Staff Writer

We still don’t know the mark COVID-19 will leave on the global economy and workforce — but we know businesses and people have had to respond with flexibility, agility, and empathy. Now many business owners are wondering: “What will I do if this happens again?”

To help prepare for any future unforeseen crises, it’s vital that your company has a business contingency plan. If your business was able to remain open during COVID-19, you can include how you adjusted your services and what was most lucrative. If you weren’t able to stay open, a contingency plan will give you a chance to determine what steps you can take now to ensure your business could weather another pandemic or disaster.

The Value of a Contingency Plan

What is a contingency plan? A business contingency plan helps protect your business — specifically, your business’s financial health — from unexpected events. It also ensures that you keep people safe, keep operations flowing, and maintain the ability to eventually return to critical operations. Ideally, the plan leverages event monitoring and forecasting models to help you predict and plan for worst-case scenarios. This will give you peace of mind that your business would make it through any tough times to come and give you a playbook to follow, should another crisis happen.

The economy is in a very precarious position. The global debt was already at an all-time high, which only compounds the damaging effects of the pandemic on businesses and debt markets. That’s why it’s critical now to have financial planning as a key part of your business’s emergency contingency plan.

Cash flow is key to keeping your business open and financially healthy. In fact, it is your business’s lifeblood. So it’s imperative that your business contingency plan details how you will maintain at least some cash flow during a crisis. Without as much money coming in, how will you stay afloat? Are there expenses you can cut back on now? Can you pay down balances on your credit cards more aggressively now to lower your monthly payments in the future? Small businesses aren’t always the most financially stable, but yours can be if you plan ahead.
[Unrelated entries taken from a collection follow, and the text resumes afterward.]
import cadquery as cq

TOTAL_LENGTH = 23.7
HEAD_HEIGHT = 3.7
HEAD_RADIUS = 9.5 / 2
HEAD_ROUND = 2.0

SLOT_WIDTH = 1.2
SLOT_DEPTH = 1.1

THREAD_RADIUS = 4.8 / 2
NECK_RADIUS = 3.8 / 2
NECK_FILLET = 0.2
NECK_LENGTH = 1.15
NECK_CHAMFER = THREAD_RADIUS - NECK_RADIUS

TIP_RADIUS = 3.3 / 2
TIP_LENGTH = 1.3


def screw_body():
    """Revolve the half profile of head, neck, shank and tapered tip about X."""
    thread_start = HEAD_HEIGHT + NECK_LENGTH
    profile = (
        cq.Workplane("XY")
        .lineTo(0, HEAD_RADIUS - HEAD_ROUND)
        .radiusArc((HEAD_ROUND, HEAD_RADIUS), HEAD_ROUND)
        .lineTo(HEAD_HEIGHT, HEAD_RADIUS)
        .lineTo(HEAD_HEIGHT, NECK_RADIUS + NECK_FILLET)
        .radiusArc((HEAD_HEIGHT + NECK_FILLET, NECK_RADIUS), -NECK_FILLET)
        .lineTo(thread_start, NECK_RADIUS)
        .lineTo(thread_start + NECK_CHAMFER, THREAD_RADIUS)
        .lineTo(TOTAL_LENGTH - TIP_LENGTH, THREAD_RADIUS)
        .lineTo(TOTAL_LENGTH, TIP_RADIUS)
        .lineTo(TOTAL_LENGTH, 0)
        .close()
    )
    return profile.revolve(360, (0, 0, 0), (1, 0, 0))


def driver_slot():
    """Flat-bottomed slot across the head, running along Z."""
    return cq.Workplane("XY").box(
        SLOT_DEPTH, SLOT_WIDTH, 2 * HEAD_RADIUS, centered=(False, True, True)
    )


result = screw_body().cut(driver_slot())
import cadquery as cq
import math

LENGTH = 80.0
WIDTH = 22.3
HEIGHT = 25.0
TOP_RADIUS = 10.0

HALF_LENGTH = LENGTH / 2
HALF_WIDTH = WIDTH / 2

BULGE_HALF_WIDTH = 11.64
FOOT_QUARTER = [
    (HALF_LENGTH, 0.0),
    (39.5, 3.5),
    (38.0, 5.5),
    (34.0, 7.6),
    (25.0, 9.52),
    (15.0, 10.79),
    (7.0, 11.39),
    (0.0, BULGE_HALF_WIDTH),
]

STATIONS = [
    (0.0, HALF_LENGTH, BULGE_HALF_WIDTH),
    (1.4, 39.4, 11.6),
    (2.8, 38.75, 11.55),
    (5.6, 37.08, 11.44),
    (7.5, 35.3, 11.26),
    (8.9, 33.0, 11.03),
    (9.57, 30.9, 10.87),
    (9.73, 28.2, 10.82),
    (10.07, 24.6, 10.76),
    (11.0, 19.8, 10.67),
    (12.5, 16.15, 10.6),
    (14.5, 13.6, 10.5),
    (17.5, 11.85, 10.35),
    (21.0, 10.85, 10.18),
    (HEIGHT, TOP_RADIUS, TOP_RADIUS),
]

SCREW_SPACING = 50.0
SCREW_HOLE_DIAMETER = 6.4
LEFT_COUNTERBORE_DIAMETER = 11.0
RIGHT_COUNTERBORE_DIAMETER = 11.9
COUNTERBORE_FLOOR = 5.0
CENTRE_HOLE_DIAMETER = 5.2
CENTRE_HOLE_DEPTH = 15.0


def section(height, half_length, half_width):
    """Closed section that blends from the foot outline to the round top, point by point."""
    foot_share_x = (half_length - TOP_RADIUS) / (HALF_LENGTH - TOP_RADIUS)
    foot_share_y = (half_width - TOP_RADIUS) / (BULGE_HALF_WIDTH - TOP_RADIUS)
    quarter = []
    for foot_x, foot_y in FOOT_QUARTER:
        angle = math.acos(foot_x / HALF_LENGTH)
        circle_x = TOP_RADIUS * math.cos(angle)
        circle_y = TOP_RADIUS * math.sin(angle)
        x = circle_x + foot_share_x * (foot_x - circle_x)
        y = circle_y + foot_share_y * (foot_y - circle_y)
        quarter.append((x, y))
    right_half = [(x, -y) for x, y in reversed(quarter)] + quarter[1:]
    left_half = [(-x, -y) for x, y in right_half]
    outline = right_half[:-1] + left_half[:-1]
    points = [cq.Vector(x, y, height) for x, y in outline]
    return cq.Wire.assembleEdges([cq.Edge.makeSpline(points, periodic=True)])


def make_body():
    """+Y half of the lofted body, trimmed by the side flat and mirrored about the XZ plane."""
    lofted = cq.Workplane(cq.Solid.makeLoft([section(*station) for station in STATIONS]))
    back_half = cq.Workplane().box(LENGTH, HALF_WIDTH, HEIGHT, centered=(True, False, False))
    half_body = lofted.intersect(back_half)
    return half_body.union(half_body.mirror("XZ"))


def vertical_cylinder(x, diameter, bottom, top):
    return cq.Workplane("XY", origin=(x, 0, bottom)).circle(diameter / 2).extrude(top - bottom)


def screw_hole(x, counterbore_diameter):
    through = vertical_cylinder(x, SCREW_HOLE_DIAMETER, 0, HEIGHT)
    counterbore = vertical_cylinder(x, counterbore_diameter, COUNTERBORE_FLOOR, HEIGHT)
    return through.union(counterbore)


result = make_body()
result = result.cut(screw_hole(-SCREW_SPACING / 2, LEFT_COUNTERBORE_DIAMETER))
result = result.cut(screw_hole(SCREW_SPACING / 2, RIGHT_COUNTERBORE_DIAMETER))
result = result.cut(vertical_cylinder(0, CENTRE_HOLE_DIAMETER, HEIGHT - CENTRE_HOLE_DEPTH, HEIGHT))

Financially Sound Strategies for Your Post-COVID Contingency Plan

Whether you wanted it or not, you already got a crash course in creating a coronavirus contingency plan. It’s no easy feat to adapt to a global crisis, so let your response inform an updated emergency contingency plan. This will be beneficial regardless of whether additional waves of COVID-19 end up occurring. Start with the three crisis management strategies for small businesses below.

1. Recognize and prioritize threats that may impact your business.

A contingency plan for a small business is different from a plan for a larger company. You have to get very granular with addressing the threats that could impact your business. Start by thinking through the most obvious aspects of your business that a crisis would affect. You can generally break these out into three categories: natural disasters, technological glitches, and human-triggered events.

Brainstorm possible crises in each category and what your business would do to address them. Keep in mind any impacts COVID-19 had on weak points of your business. Did your salespeople crumble under the feeling that they were chained to their desks? Help them innovate creative ways to sell digitally. Did your customers bolt at the first signs of trouble? Think of ways you might pivot your product or service offering to address their needs in a radically changed environment.

2. Keep the business open by any means possible.

Again, cash flow is key. Your No. 1 priority should be to keep the lights on in your business, but to do so requires forethought and planning in regard to your assets’ liquidity, bottom-line numbers, and cash reserve.

Now that you’ve experienced a global pandemic once, you’re not starting over with this contingency plan. You’re starting from a place of experience. Make sure you document your COVID-19 approach in your contingency plan; you may be able to roll it out faster than the next time if you have better execution ideas from what you’ve learned. You may also find inspiration from other companies’ innovative ideas, such as dine-in restaurants pivoting to curbside pickup, toy stores offering toy concierge services, yoga studios shifting to digital classes, and even traditional restaurants offering grocery delivery services.

3. Prepare your supply chain.

If you’re still doing business during a pandemic or other threatening situation, you’ll likely need to communicate with your supply chain and vendors to see how they’ll be able to continue to work together, or if you should source new vendor, partner, or supply chain relationships.

Crisis-proof your small business now by developing relationships with alternate vendors, and even thinking through out-of-the-box partnerships to get the equipment and resources you need.

When developing a crisis management plan for small businesses, it’s imperative you prioritize threats, come from a place of experience, and prepare your supply chain for the worst. Keep your business contingency plan in a safe and accessible space, and make sure multiple key people know about it. Ideally, your plan exists in the cloud to be accessed anywhere at any time should a disaster occur. But if you do need to keep it in analog format, assign one person to grab the plan on the way out, should you have to evacuate your building.

That plan is the difference between reinventing the wheel every time a threat occurs and coming from a place of experience in the way you address unforeseen crises.